● Action item
Write out the data word for word, taking care that no picture is carried over.

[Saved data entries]
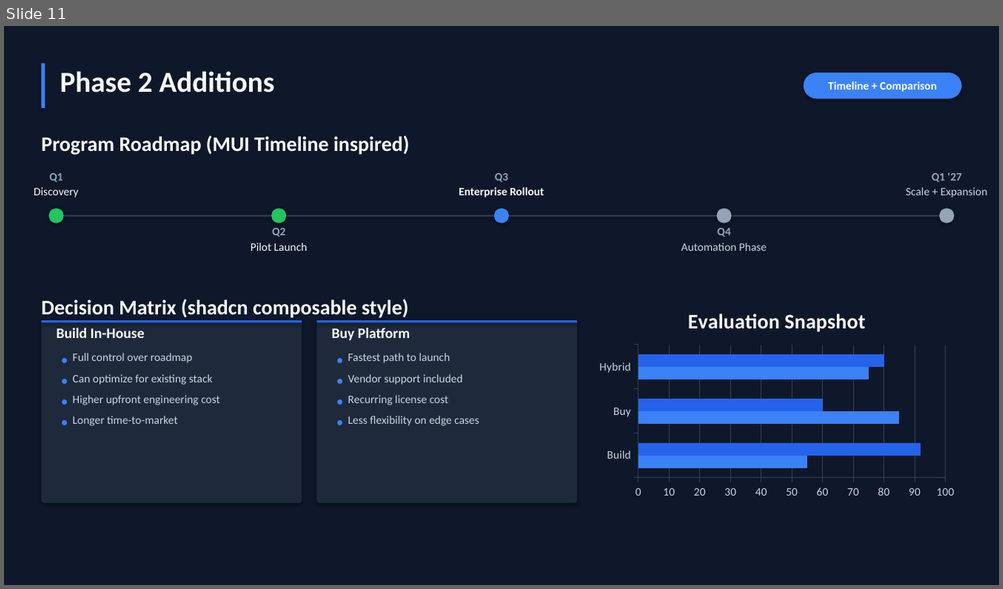
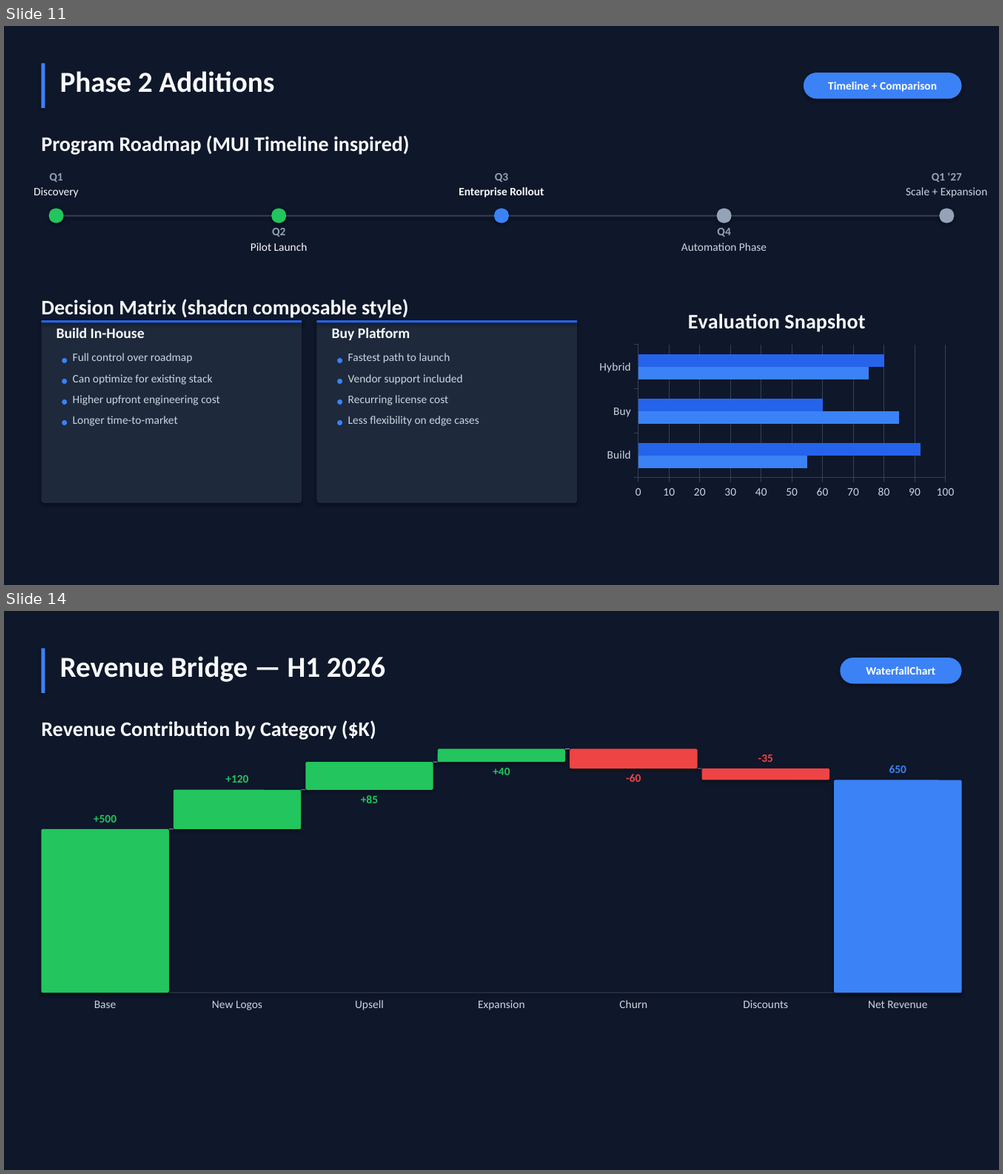
Before and after one commit to lhuasheng/PowerpointComponents, a slide deck: examples/demo_dark.pptx. Shown one above the other, each under a label of ours: slide 11 before the commit, slides 11 and 14 after it; the slides between them are not shown. The pictures are 1003x589 and 1003x1174 pixels, drawn with LibreOffice and Linux fonts; fonts in the diff are those of the drawing. Boxes give left, top, right and bottom in pixels: in the first picture for what was removed or moved away, otherwise in the second. Text is boxed around its words. In the diff, an @@ line names an element or a change of style, - is before the commit and + after.

```diff
--- a/examples/demo_dark.pptx
+++ b/examples/demo_dark.pptx
@@ slide 14 added at (x1=4, y1=611, x2=999, y2=1170), background #0F172A @@
@@ rectangle added at (x1=41, y1=648, x2=45, y2=693), fill #3B82F6 @@
@@ text added at (x1=60, y1=656, x2=385, y2=682), 28 pt, text #F8FAFC, bold @@
+Revenue Bridge — H1 2026
@@ rounded rectangle added at (x1=839, y1=658, x2=962, y2=684), fill #3B82F6, 11 pt, text #FFFFFF, bold @@
+WaterfallChart
@@ text added at (x1=41, y1=721, x2=376, y2=740), 20 pt, text #F8FAFC, bold @@
+Revenue Contribution by Category ($K)
@@ rounded rectangle added at (x1=305, y1=763, x2=433, y2=790), fill #22C55E @@
@@ rectangle added at (x1=433, y1=762, x2=438, y2=763), fill #94A3B8 @@
@@ rounded rectangle added at (x1=438, y1=749, x2=565, y2=763), fill #22C55E @@
@@ rectangle added at (x1=565, y1=749, x2=569, y2=749), fill #94A3B8 @@
@@ rounded rectangle added at (x1=569, y1=749, x2=697, y2=769), fill #EF4444 @@
@@ text added at (x1=758, y1=755, x2=773, y2=762), 11 pt, text #EF4444, bold @@
+-35
@@ text added at (x1=889, y1=765, x2=906, y2=773), 11 pt, text #3B82F6, bold @@
+650
@@ text added at (x1=225, y1=775, x2=248, y2=783), 11 pt, text #22C55E, bold @@
++120
@@ text added at (x1=492, y1=768, x2=509, y2=775), 11 pt, text #22C55E, bold @@
++40
@@ text added at (x1=626, y1=774, x2=640, y2=782), 11 pt, text #EF4444, bold @@
+-60
@@ rectangle added at (x1=697, y1=769, x2=702, y2=769), fill #94A3B8 @@
@@ rounded rectangle added at (x1=702, y1=769, x2=829, y2=780), fill #EF4444 @@
@@ rounded rectangle added at (x1=834, y1=780, x2=962, y2=993), fill #3B82F6 @@
@@ rounded rectangle added at (x1=173, y1=790, x2=301, y2=829), fill #22C55E @@
@@ rectangle added at (x1=301, y1=789, x2=305, y2=790), fill #94A3B8 @@
@@ text added at (x1=361, y1=795, x2=378, y2=803), 11 pt, text #22C55E, bold @@
++85
@@ rounded rectangle added at (x1=41, y1=829, x2=169, y2=993), fill #22C55E @@
@@ text added at (x1=94, y1=815, x2=116, y2=823), 11 pt, text #22C55E, bold @@
++500
@@ rectangle added at (x1=169, y1=829, x2=173, y2=829), fill #94A3B8 @@
@@ rectangle added at (x1=41, y1=992, x2=962, y2=993), fill #334155 @@
@@ text added at (x1=94, y1=1001, x2=116, y2=1008), 11 pt, text #CBD5E1 @@
+Base
@@ text added at (x1=212, y1=1001, x2=262, y2=1011), 11 pt, text #CBD5E1 @@
+New Logos
@@ text added at (x1=355, y1=1000, x2=384, y2=1011), 11 pt, text #CBD5E1 @@
+Upsell
@@ text added at (x1=478, y1=1000, x2=525, y2=1011), 11 pt, text #CBD5E1 @@
+Expansion
@@ text added at (x1=619, y1=1000, x2=647, y2=1008), 11 pt, text #CBD5E1 @@
+Churn
@@ text added at (x1=743, y1=1000, x2=788, y2=1008), 11 pt, text #CBD5E1 @@
+Discounts
@@ text added at (x1=868, y1=1001, x2=927, y2=1008), 11 pt, text #CBD5E1 @@
+Net Revenue
```
Also in this commit, not shown: 2 other slides added, 15 other files.

● Task solution
Before and after one commit to lhuasheng/PowerpointComponents, a slide deck: examples/demo_dark.pptx. Shown one above the other, each under a label of ours: slide 11 before the commit, slides 11 and 14 after it; the slides between them are not shown. The pictures are 1003x589 and 1003x1174 pixels, drawn with LibreOffice and Linux fonts; fonts in the diff are those of the drawing. Boxes give left, top, right and bottom in pixels: in the first picture for what was removed or moved away, otherwise in the second. Text is boxed around its words. In the diff, an @@ line names an element or a change of style, - is before the commit and + after.

```diff
--- a/examples/demo_dark.pptx
+++ b/examples/demo_dark.pptx
@@ slide 14 added at (x1=4, y1=611, x2=999, y2=1170), background #0F172A @@
@@ rectangle added at (x1=41, y1=648, x2=45, y2=693), fill #3B82F6 @@
@@ text added at (x1=60, y1=656, x2=385, y2=682), 28 pt, text #F8FAFC, bold @@
+Revenue Bridge — H1 2026
@@ rounded rectangle added at (x1=839, y1=658, x2=962, y2=684), fill #3B82F6, 11 pt, text #FFFFFF, bold @@
+WaterfallChart
@@ text added at (x1=41, y1=721, x2=376, y2=740), 20 pt, text #F8FAFC, bold @@
+Revenue Contribution by Category ($K)
@@ rounded rectangle added at (x1=305, y1=763, x2=433, y2=790), fill #22C55E @@
@@ rectangle added at (x1=433, y1=762, x2=438, y2=763), fill #94A3B8 @@
@@ rounded rectangle added at (x1=438, y1=749, x2=565, y2=763), fill #22C55E @@
@@ rectangle added at (x1=565, y1=749, x2=569, y2=749), fill #94A3B8 @@
@@ rounded rectangle added at (x1=569, y1=749, x2=697, y2=769), fill #EF4444 @@
@@ text added at (x1=758, y1=755, x2=773, y2=762), 11 pt, text #EF4444, bold @@
+-35
@@ text added at (x1=889, y1=765, x2=906, y2=773), 11 pt, text #3B82F6, bold @@
+650
@@ text added at (x1=225, y1=775, x2=248, y2=783), 11 pt, text #22C55E, bold @@
++120
@@ text added at (x1=492, y1=768, x2=509, y2=775), 11 pt, text #22C55E, bold @@
++40
@@ text added at (x1=626, y1=774, x2=640, y2=782), 11 pt, text #EF4444, bold @@
+-60
@@ rectangle added at (x1=697, y1=769, x2=702, y2=769), fill #94A3B8 @@
@@ rounded rectangle added at (x1=702, y1=769, x2=829, y2=780), fill #EF4444 @@
@@ rounded rectangle added at (x1=834, y1=780, x2=962, y2=993), fill #3B82F6 @@
@@ rounded rectangle added at (x1=173, y1=790, x2=301, y2=829), fill #22C55E @@
@@ rectangle added at (x1=301, y1=789, x2=305, y2=790), fill #94A3B8 @@
@@ text added at (x1=361, y1=795, x2=378, y2=803), 11 pt, text #22C55E, bold @@
++85
@@ rounded rectangle added at (x1=41, y1=829, x2=169, y2=993), fill #22C55E @@
@@ text added at (x1=94, y1=815, x2=116, y2=823), 11 pt, text #22C55E, bold @@
++500
@@ rectangle added at (x1=169, y1=829, x2=173, y2=829), fill #94A3B8 @@
@@ rectangle added at (x1=41, y1=992, x2=962, y2=993), fill #334155 @@
@@ text added at (x1=94, y1=1001, x2=116, y2=1008), 11 pt, text #CBD5E1 @@
+Base
@@ text added at (x1=212, y1=1001, x2=262, y2=1011), 11 pt, text #CBD5E1 @@
+New Logos
@@ text added at (x1=355, y1=1000, x2=384, y2=1011), 11 pt, text #CBD5E1 @@
+Upsell
@@ text added at (x1=478, y1=1000, x2=525, y2=1011), 11 pt, text #CBD5E1 @@
+Expansion
@@ text added at (x1=619, y1=1000, x2=647, y2=1008), 11 pt, text #CBD5E1 @@
+Churn
@@ text added at (x1=743, y1=1000, x2=788, y2=1008), 11 pt, text #CBD5E1 @@
+Discounts
@@ text added at (x1=868, y1=1001, x2=927, y2=1008), 11 pt, text #CBD5E1 @@
+Net Revenue
```
Also in this commit, not shown: 2 other slides added, 15 other files.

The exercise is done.